Assessment and Simulation of Urban Ecosystem Resilience by Coupling the RAR and Markov–FLUS Models: A Case Study of the Jinan Metropolitan Area

Confronting escalating urban ecological risks, this study investigates ecosystem resilience evolution in the Jinan metropolitan area’s mountain–plain structure. We establish a Resistance–Adaptability–Resilience (RAR) framework integrating ecosystem service value and landscape patterns. Using Optimal Multi-layered Geo-Detector and Markov–FLUS modeling, we quantify natural–socio-economic interactions and simulate resilience under three scenarios: inertial development, cultivated land protection, and ecological priority.

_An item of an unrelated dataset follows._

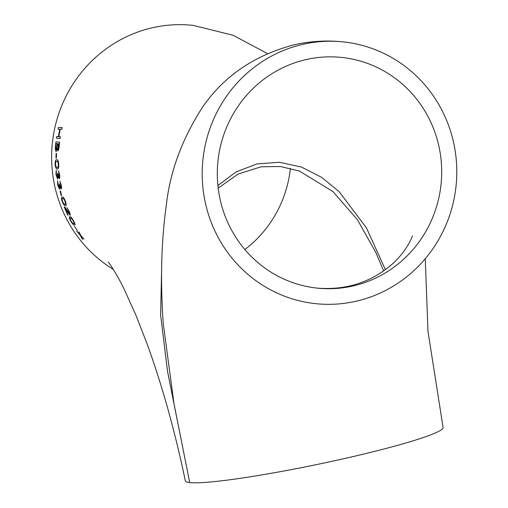<?xml version="1.0" encoding="UTF-8"?>
<svg xmlns="http://www.w3.org/2000/svg" width="508" height="508" viewBox="0 0 508 508"><rect width="100%" height="100%" fill="white"/><g stroke="black" fill="none" stroke-linecap="round" stroke-linejoin="round"><path stroke-width="0.76" d="M425.26 258.737L427.996 331.508L443.078 427.482A131.604 10.687 168.3 0 1 332.111 461.289A131.604 10.687 168.3 0 1 189.713 482.6A131.604 10.687 168.3 0 1 185.331 480.86C174.936 431.184 162.198 385.528 147.117 343.903L135.604 314.395L124.054 288.989C117.488 275.184 108.953 262.49 108.223 261.988M343.891 41.967A131.604 127.248 96.3 0 0 302.901 44.336A131.604 127.248 96.3 0 0 202.349 180.137A131.604 127.248 96.3 0 0 315.106 303.6A131.604 127.248 96.3 0 0 455.981 186.696A131.604 127.248 96.3 0 0 343.891 41.967C327.266 40.126 310.674 41.072 294.107 44.799C254.464 55.258 223.933 76.067 202.508 107.239C182.004 139.097 169.926 171.863 166.275 205.524C161.265 241.122 160.261 280.486 163.252 323.615L173.977 403.574L189.713 482.6L167.526 371.38L160.636 315.112L161.849 258.572M113.347 269.462A131.604 127.248 -83.7 0 1 58.388 114.84A131.604 127.248 -83.7 0 1 193.326 25.4L233.185 35.287L267.456 53.6M56.07 153.441L56.515 153.46L56.363 158.14L55.988 158.102L56.07 153.441L56.439 153.48L56.363 158.14M56.458 159.798L56.839 159.766C57.817 159.531 58.471 161.125 58.795 164.554C58.763 167.894 58.249 169.367 57.245 168.954M58.795 164.554L58.725 164.573C58.687 167.919 58.166 169.386 57.175 168.974L57.537 168.942M65.278 208.629L68.116 215.125L67.704 215.1L64.211 206.972L64.656 207.023L69.386 213.792M64.211 206.972L64.732 207.004L69.342 213.798L68.891 211.607L66.808 207.569L69.196 211.601C70.161 213.855 70.428 215.075 70.002 215.252L65.215 208.648L68.04 215.144M66.808 207.569L69.272 211.582C70.237 213.843 70.504 215.062 70.072 215.233M69.755 216.764L70.072 216.745C70.802 216.586 72.028 218.053 73.743 221.139C75.184 224.123 75.406 225.425 74.422 225.038M73.743 221.139L73.666 221.158C75.108 224.149 75.336 225.444 74.346 225.057L74.644 225.038M76.651 231.153L79.908 234.525L78.937 231.858L80.785 235.521L84.023 239.141L81.185 236.334L82.467 239.351L80.289 235.337L76.651 231.153L79.985 234.506M78.937 231.858L80.861 235.502L84.023 239.141M81.255 236.315L82.467 239.351M74.505 226.377L77.324 230.499M62.128 197.079L62.471 197.053C63.284 196.844 64.3 198.355 65.526 201.587C66.421 204.724 66.364 206.089 65.361 205.676M65.526 201.587L65.449 201.606C66.345 204.743 66.288 206.108 65.291 205.696L65.615 205.67M60.065 191.103L60.49 191.129L61.589 195.516L61.239 195.478L60.065 191.103L60.414 191.141L61.589 195.516M59.861 186.582L59.563 189.236L57.639 184.785L57.582 180.645L57.995 184.823L59.265 187.535M57.582 180.645L58.071 184.81L59.296 187.528M59.277 187.528L59.131 183.813L60.801 187.363M59.061 183.826L60.763 187.369L60.808 185.21L59.938 181.261L61.214 185.122C61.678 187.458 61.652 188.716 61.144 188.893M61.214 185.122L61.144 185.141C61.601 187.458 61.576 188.716 61.068 188.912L61.201 188.893M58.083 176.276L57.556 178.981L55.956 174.454L56.236 170.237L56.318 174.492L57.391 177.248M56.236 170.237L56.388 174.479L57.429 177.241M57.404 177.241L57.563 173.457L57.925 173.488L58.985 177.063M57.487 173.469L57.855 173.507L58.953 177.07L59.176 174.866L58.598 170.853L59.601 174.777C59.887 177.146 59.753 178.429 59.207 178.619M59.601 174.777L59.531 174.796C59.811 177.152 59.677 178.435 59.138 178.638L59.277 178.619M57.271 148.431L56.197 151.441M56.128 151.46C55.41 150.832 55.201 149.022 55.493 146.018L55.912 141.897L59.538 142.208L59.08 146.418C58.915 148.958 58.509 150.444 57.861 150.889L57.194 148.444L56.255 151.441M55.912 141.897L59.607 142.196L59.157 146.399C58.985 148.952 58.579 150.444 57.931 150.87L57.861 150.889M56.648 136.55L58.357 136.703L59.766 129.235L58.039 129.089L58.42 127.4L62.122 127.692L61.735 129.388L60.154 129.267L58.738 136.735L60.3 136.855L60.039 138.525L56.394 138.214L56.648 136.55L58.426 136.684M58.42 127.4L62.198 127.673L61.735 129.388M60.23 129.248L58.814 136.716L60.376 136.843L60.039 138.525M306.057 59.582A115.983 112.147 96.3 0 0 217.437 179.261A115.983 112.147 96.3 0 0 316.814 288.074A115.983 112.147 96.3 0 0 440.969 185.045A115.983 112.147 96.3 0 0 342.182 57.493A115.983 112.147 96.3 0 0 306.057 59.582M290.424 168.313A115.983 112.147 -83.7 0 1 244.862 249.523M217.9 185.547L236.004 171.99L256.781 163.951L279.483 162.268L301.428 167.056L321.532 177.279L339.084 191.579L366.408 227.844L385.394 269.634M74.346 225.057C73.59 225.196 72.295 223.742 70.46 220.707C69.088 217.697 68.936 216.383 69.996 216.764C70.739 216.618 71.958 218.078 73.666 221.158M70.701 218.205C69.869 217.824 69.901 218.669 70.796 220.751C72.13 222.879 73.044 223.838 73.546 223.628C74.346 224.022 74.282 223.183 73.355 221.113C72.085 218.967 71.203 217.996 70.701 218.205L70.415 218.218M70.777 218.192C69.945 217.811 69.971 218.656 70.866 220.732C72.193 222.853 73.114 223.812 73.622 223.615L73.819 223.622M65.291 205.696C64.459 205.886 63.386 204.387 62.065 201.193C61.233 198.037 61.341 196.66 62.395 197.066C63.214 196.869 64.237 198.38 65.449 201.606M62.852 198.571C62.046 198.164 61.893 199.053 62.408 201.238C63.392 203.467 64.173 204.457 64.745 204.21C65.532 204.622 65.653 203.74 65.113 201.562C64.186 199.32 63.43 198.323 62.852 198.571L62.541 198.59M62.928 198.552C62.116 198.152 61.963 199.041 62.484 201.219C63.456 203.435 64.23 204.432 64.821 204.191L65.043 204.197M61.068 188.912L59.798 186.601L59.563 189.236M59.861 181.28L61.144 185.141M59.138 178.638L58.02 176.295L57.556 178.981M58.528 170.872L59.531 174.796M56.839 159.766L56.763 159.785C57.747 159.556 58.401 161.15 58.725 164.573M57.175 168.974C56.191 169.202 55.493 167.615 55.086 164.217C55.169 160.858 55.728 159.379 56.763 159.785L56.49 159.791M56.864 161.366C56.09 160.96 55.645 161.912 55.524 164.236C55.867 166.599 56.407 167.646 57.131 167.373L57.055 167.392C57.81 167.811 58.242 166.859 58.35 164.535C58.039 162.16 57.518 161.106 56.788 161.385C56.026 160.966 55.575 161.925 55.448 164.255C55.804 166.624 56.337 167.672 57.055 167.392L57.398 167.373M56.788 161.385L56.432 161.411M56.102 143.58L55.842 146.317L56.236 149.65L57.417 143.701L56.102 143.58M57.874 143.72L57.925 149.073L58.953 143.828L57.798 143.732L57.988 149.066M56.172 143.567L55.842 146.317M55.912 146.298L56.35 149.631M316.814 288.074C344.418 290.36 368.56 283.216 389.236 266.637C407.143 252.076 412.852 235.115 412.344 235.89M383.642 270.904L375.958 252.717L357.48 219.799L332.969 191.586L299.485 171.069L280.518 166.529L261.048 166.795L238.125 174.054L218.186 188.125M163.176 322.497L163.265 323.837"/></g></svg>
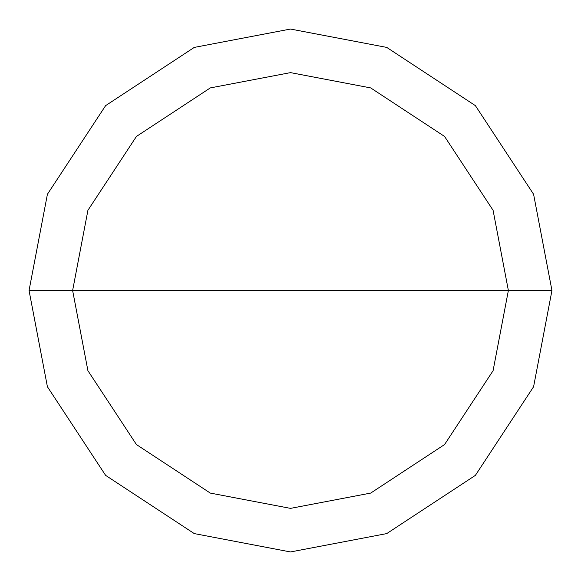 <?xml version="1.0" encoding="UTF-8"?>
<svg xmlns="http://www.w3.org/2000/svg" width="581" height="581" viewBox="0 0 581 581"><rect width="100%" height="100%" fill="white"/><g stroke="black" fill="none" stroke-linecap="round" stroke-linejoin="round"><path stroke-width="0.87" d="M508.375 290.5L493.08 370.7L444.559 444.559L370.7 493.08L290.5 508.375L210.3 493.08L136.441 444.559L87.92 370.7L72.625 290.5L508.375 290.5L493.08 210.3L444.559 136.441L370.7 87.92L290.5 72.625L210.3 87.92L136.441 136.441L87.92 210.3L72.625 290.5L29.05 290.5L47.41 194.265L105.626 105.626L194.265 47.41L290.5 29.05L386.735 47.41L475.374 105.626L533.59 194.265L551.95 290.5L533.59 194.265L475.374 105.626L386.735 47.41L290.5 29.05L194.265 47.41L105.626 105.626L47.41 194.265L29.05 290.5L47.41 386.735L105.626 475.374L194.265 533.59L290.5 551.95L386.735 533.59L475.374 475.374L533.59 386.735L551.95 290.5L72.625 290.5L87.92 210.3L136.441 136.441L210.3 87.92L290.5 72.625L370.7 87.92L444.559 136.441L493.08 210.3L508.375 290.5L551.95 290.5L533.59 386.735L475.374 475.374L386.735 533.59L290.5 551.95L194.265 533.59L105.626 475.374L47.41 386.735L29.05 290.5L72.625 290.5L87.92 370.7L136.441 444.559L210.3 493.08L290.5 508.375L370.7 493.08L444.559 444.559L493.08 370.7L508.375 290.5"/></g></svg>

The results show fluctuating resilience (0.1863→0.1876→0.1863) with functional intensification in high-value areas and escalating vulnerability in low-value regions, alongside the spatial dichotomy between the resilient southern mountains and northern plains, dominated by natural factors. Cultivated land protection degrades mountain resilience via slope farming, while ecological priority stabilizes it through transitional controls. The proposed “resilience red line–development permit” mechanism demonstrates terrain and policy integration optimizing resilience allocation. This framework offers strategies to reconcile ecological conservation and farmland security in urbanizing regions.